When did you last twice? Twicing will not turn up with the meaning we intend in many web searches, and it has nothing to do with romantic infidelity. It has fallen out of our common religious vocabulary, but we're quite sure you've done it, and we enjoy it very much when we can do it ourselves.

Twicing is the custom of attending church twice on a Sunday, well known to students of English religious sociology and to churchfolk of generations before the proliferation of the automobile. (It should be distinguished from bination, the custom of receiving or celebrating communion twice in one day, generally forbidden or at least strongly discouraged by ancient precedent and church law.) Two authoritative studies on church membership and attendance find that in the first decade of the twentieth century some 40 per cent of London morning churchgoers also went to a service in the evening.* Such attendance figures today would boggle the minds of statisticians and clergy alike.

The decline of twicing is laid at the feet of various social trends, all of which must certainly have contributed in some small way to it, but none of which can be wholly responsible on its own:

Sunday evening sport
wireless radio programming
incandescent lighting
television

For our part, we can't remember the last time we attended a sporting event on Sunday night, nor can we imagine a television programme riveting enough to keep us away from church. (For the record, though, we don't own a television.) The reasons commonly given for the decline of twicing point to churches as places where people formerly looked with more eagerness for light, activity, diversion, entertainment, fellowship and recreation as well as daily strength for daily needs. Common worship can still provide those things, but the church doesn't have a monopoly on them once the sun goes down.

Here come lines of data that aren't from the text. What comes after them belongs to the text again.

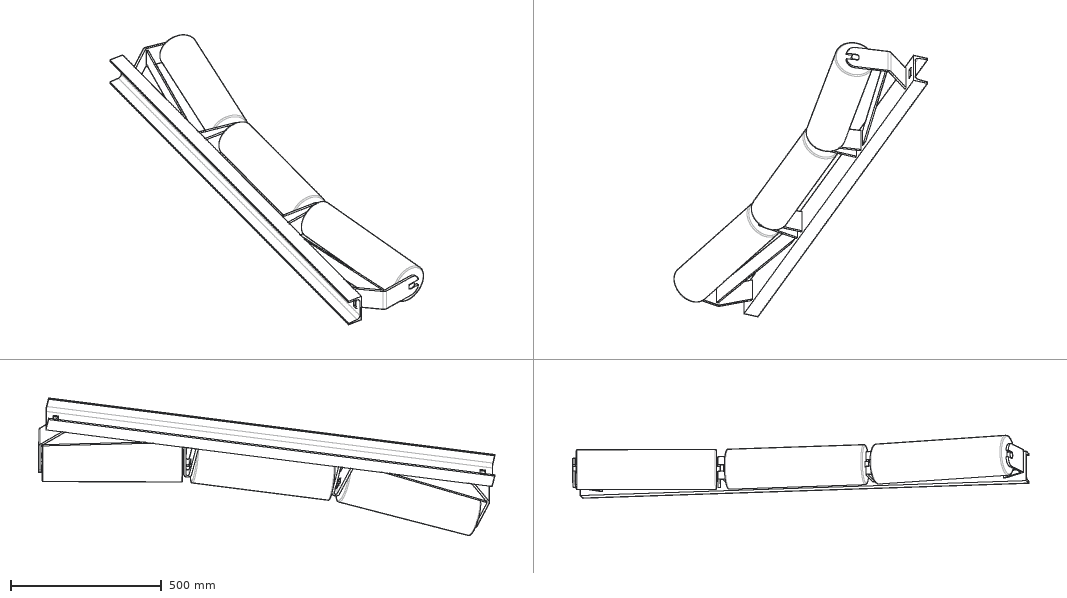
import cadquery as cq
import math

roller_diameter = 133.0
roller_length = 465.0
roller_edge_radius = 4.0
shaft_diameter = 25.0
shaft_flat_width = 18.0
roller_radius = roller_diameter / 2
shaft_radius = shaft_diameter / 2

centre_axis_y = 168.0
wing_x = 498.85
wing_y = 210.62
tilt = math.radians(10.0)

channel_length = 1504.0
channel_height = 100.0
channel_depth = 50.0
web_thickness = 6.0
flange_tip_thickness = 6.0
flange_root_thickness = 9.0
channel_root_radius = 12.0
bolt_slot_x = 719.0
bolt_slot_size = (18.0, 32.0)

plate_thickness = 8.0
bracket_width = 76.0
slot_width = 22.0
roller_gap = 4.0
bracket_reach = 31.0
bracket_corner_radius = 32.0
outer_bend = -117.5
outer_bend_radius = 14.0
outer_foot_x = -686.0
inner_bend_radius = 13.15

stay_thickness = 6.0
stay_width = 60.0
stay_foot_x = -300.0
stay_tilt = math.radians(12.3)

bracket_face = roller_length / 2 + roller_gap
shaft_end = bracket_face + plate_thickness


def wing_point(along, across):
    """Point in the left tilted roller's frame: along its axis and across it, from its centre."""
    return (
        -wing_x + along * math.cos(tilt) + across * math.sin(tilt),
        wing_y - along * math.sin(tilt) + across * math.cos(tilt),
    )


def place_on_wing(body):
    """Move a body built around the origin to the left tilted roller."""
    return body.rotate((0, 0, 0), (0, 0, 1), -math.degrees(tilt)).translate((-wing_x, wing_y, 0))


def place_at_centre(body):
    """Move a body built around the origin to the level roller."""
    return body.translate((0, centre_axis_y, 0))


def mirrored(body):
    return body.mirror("YZ")


def make_roller():
    """Roller along X with a shaft whose ends carry two flats."""
    shell = (
        cq.Workplane("YZ", origin=(-roller_length / 2, 0, 0))
        .circle(roller_radius)
        .extrude(roller_length)
        .faces("<X or >X")
        .edges()
        .fillet(roller_edge_radius)
    )
    shaft = cq.Workplane("YZ", origin=(-shaft_end, 0, 0)).circle(shaft_radius).extrude(2 * shaft_end)
    flats = cq.Workplane("XY").box(2 * shaft_end, shaft_diameter, shaft_flat_width)
    return shell.union(shaft.intersect(flats))


def make_channel():
    """Channel with its web towards the rollers and tapered flanges pointing to -Y."""
    half = channel_height / 2
    web_y = channel_depth - web_thickness
    tip_z = half - flange_tip_thickness
    root_z = half - flange_root_thickness
    channel = (
        cq.Workplane("YZ")
        .polyline([
            (0, half), (channel_depth, half), (channel_depth, -half), (0, -half),
            (0, -tip_z), (web_y, -root_z), (web_y, root_z), (0, tip_z),
        ])
        .close()
        .extrude(channel_length / 2, both=True)
    )
    for side in (-1, 1):
        root = cq.selectors.NearestToPointSelector((0, web_y, side * root_z))
        channel = channel.edges(root).fillet(channel_root_radius)
    slot_x, slot_z = bolt_slot_size
    slots = (
        cq.Workplane("XY")
        .pushPoints([(-bolt_slot_x, web_y), (bolt_slot_x, web_y)])
        .box(slot_x, 4 * web_thickness, slot_z)
    )
    return channel.cut(slots)


def make_shaft_slot(start, end):
    """Cutter along X with the shaft's curve at its bottom, open towards +Y."""
    half_width = slot_width / 2
    arc_start = -math.sqrt(shaft_radius**2 - half_width**2)
    return (
        cq.Workplane("YZ", origin=(start, 0, 0))
        .moveTo(roller_radius, -half_width)
        .lineTo(arc_start, -half_width)
        .threePointArc((-shaft_radius, 0), (arc_start, half_width))
        .lineTo(roller_radius, half_width)
        .close()
        .extrude(end - start)
    )


def make_plate(outline, width):
    """Plate of the given width along Z, centred on the XY plane."""
    return outline.close().extrude(width / 2, both=True)


def make_outer_bracket():
    """Plate that rises outward from the channel and bends up along the roller end."""
    face = -bracket_face
    back = face - plate_thickness
    bend_x, bend_y = wing_point(back, outer_bend)
    foot_angle = math.atan2(bend_y - channel_depth, outer_foot_x - bend_x)
    half_turn = (math.pi / 2 - foot_angle + tilt) / 2
    inside_bend = outer_bend + plate_thickness * math.tan(half_turn)
    inner_foot_x = outer_foot_x + plate_thickness / math.sin(foot_angle)
    bracket = make_plate(
        cq.Workplane("XY").polyline([
            (outer_foot_x, channel_depth),
            (bend_x, bend_y),
            wing_point(back, bracket_reach),
            wing_point(face, bracket_reach),
            wing_point(face, inside_bend),
            (inner_foot_x, channel_depth),
        ]),
        bracket_width,
    )
    bends = (
        ((bend_x, bend_y), outer_bend_radius),
        (wing_point(face, inside_bend), outer_bend_radius - plate_thickness),
    )
    for (x, y), radius in bends:
        bracket = bracket.edges(cq.selectors.NearestToPointSelector((x, y, 0))).fillet(radius)
    for side in (-1, 1):
        corner = wing_point((face + back) / 2, bracket_reach) + (side * bracket_width / 2,)
        bracket = bracket.edges(cq.selectors.NearestToPointSelector(corner)).fillet(bracket_corner_radius)
    return bracket.cut(place_on_wing(make_shaft_slot(-roller_length, face)))


def make_inner_bracket():
    """Plate folded over between two rollers: one leg upright, one square to the tilted roller."""
    upright = -bracket_face
    fold_x = upright - inner_bend_radius
    fold_along = bracket_face + inner_bend_radius
    fold_y = wing_y + ((fold_x + wing_x) * math.cos(tilt) - fold_along) / math.sin(tilt)

    def fold_outline(radius):
        """Inverted U whose legs are tangent to an arc about the fold centre."""
        lean = (fold_x - radius * math.cos(tilt), fold_y + radius * math.sin(tilt))
        lean_foot = lean[0] - (lean[1] - channel_depth) * math.tan(tilt)
        top = math.pi / 2 - tilt / 2
        crown = (fold_x + radius * math.cos(top), fold_y + radius * math.sin(top))
        return (
            cq.Workplane("XY")
            .moveTo(fold_x + radius, channel_depth)
            .lineTo(fold_x + radius, fold_y)
            .threePointArc(crown, lean)
            .lineTo(lean_foot, channel_depth)
        )

    bracket = make_plate(fold_outline(inner_bend_radius), bracket_width)
    bracket = bracket.cut(make_plate(fold_outline(inner_bend_radius - plate_thickness), bracket_width))
    bracket = bracket.cut(place_at_centre(make_shaft_slot(fold_x, upright)))
    return bracket.cut(place_on_wing(make_shaft_slot(bracket_face, fold_along)))


def make_stay(outer_bracket):
    """Sloping plate from the outer bracket's bend down to the channel."""
    slope = math.tan(stay_tilt)
    lean = math.tan(tilt)
    foot_length = stay_thickness / math.sin(stay_tilt)
    face_x, face_y = wing_point(-bracket_face, 0)

    def meet_bracket(foot_x):
        """Where a line rising outward from the foot reaches the bracket's inner face."""
        y = (channel_depth + slope * (foot_x - face_x + face_y * lean)) / (1 + slope * lean)
        return (face_x + (y - face_y) * lean, y)

    stay = make_plate(
        cq.Workplane("XY").polyline([
            (stay_foot_x, channel_depth),
            meet_bracket(stay_foot_x),
            meet_bracket(stay_foot_x - foot_length),
            (stay_foot_x - foot_length, channel_depth),
        ]),
        stay_width,
    )
    return stay.cut(outer_bracket)


left_outer_bracket = make_outer_bracket()
left_bodies = [
    place_on_wing(make_roller()),
    left_outer_bracket,
    make_inner_bracket(),
    make_stay(left_outer_bracket),
]

bodies = [make_channel(), place_at_centre(make_roller())]
for left_body in left_bodies:
    bodies += [left_body, mirrored(left_body)]

result = cq.Compound.makeCompound([body.val() for body in bodies])

This evening as we write we have just returned from a service of Evensong and Benediction at a small local parish church that has resumed the practice of that wonderfully appealing Cranmerian-Tridentine liturgical pastry. There are elements of the service that confuse us a bit—after all, should our desire really be to gaze upon and sing before the Blessed Sacrament or to consume it? But Benediction is a rich event in any parish, and Evensong on its own is a time-honoured way of greeting the evening with psalmody, scripture and song. The service strikes a note of calm and collectedness into our Sunday when we're able to attend, gathering the needs of our communities into its Suffrages, and guiding our thoughtful reflections into an evening sacrifice rising before the Holy Trinity even 'as the incense' that often accompanies the service.

For everyone we know, Sundays are busy and ought to be less so. The addition of another thing to do on the holy first day of the week is well-nigh impossible. Still, the Prayer Book in its steady wisdom provides for services at different parts of the day, urging us like Simon and Garfunkel to 'Slow down; you move too fast'. Twicing will probably never again be as common as it was once in our parts of the world, but perhaps because of that it's uncommonly rewarding in places where it does happen. Whether in Oxbridge college chapels, suburban Connecticut chancels, on remote Atlantic islands like Tristan da Cunha or in the northern parts of Saskatchewan, Sunday evensong remains an important if neglected landmark of Anglican life, culture and practice. Give it a try if your parish already offers Evensong, or try to revive a late afternoon service in your parish if there isn't one; ordination is not required to lead the service. We are certain that you'll find much good in the chance to twice in songs of thankfulness and praise.

See you next week.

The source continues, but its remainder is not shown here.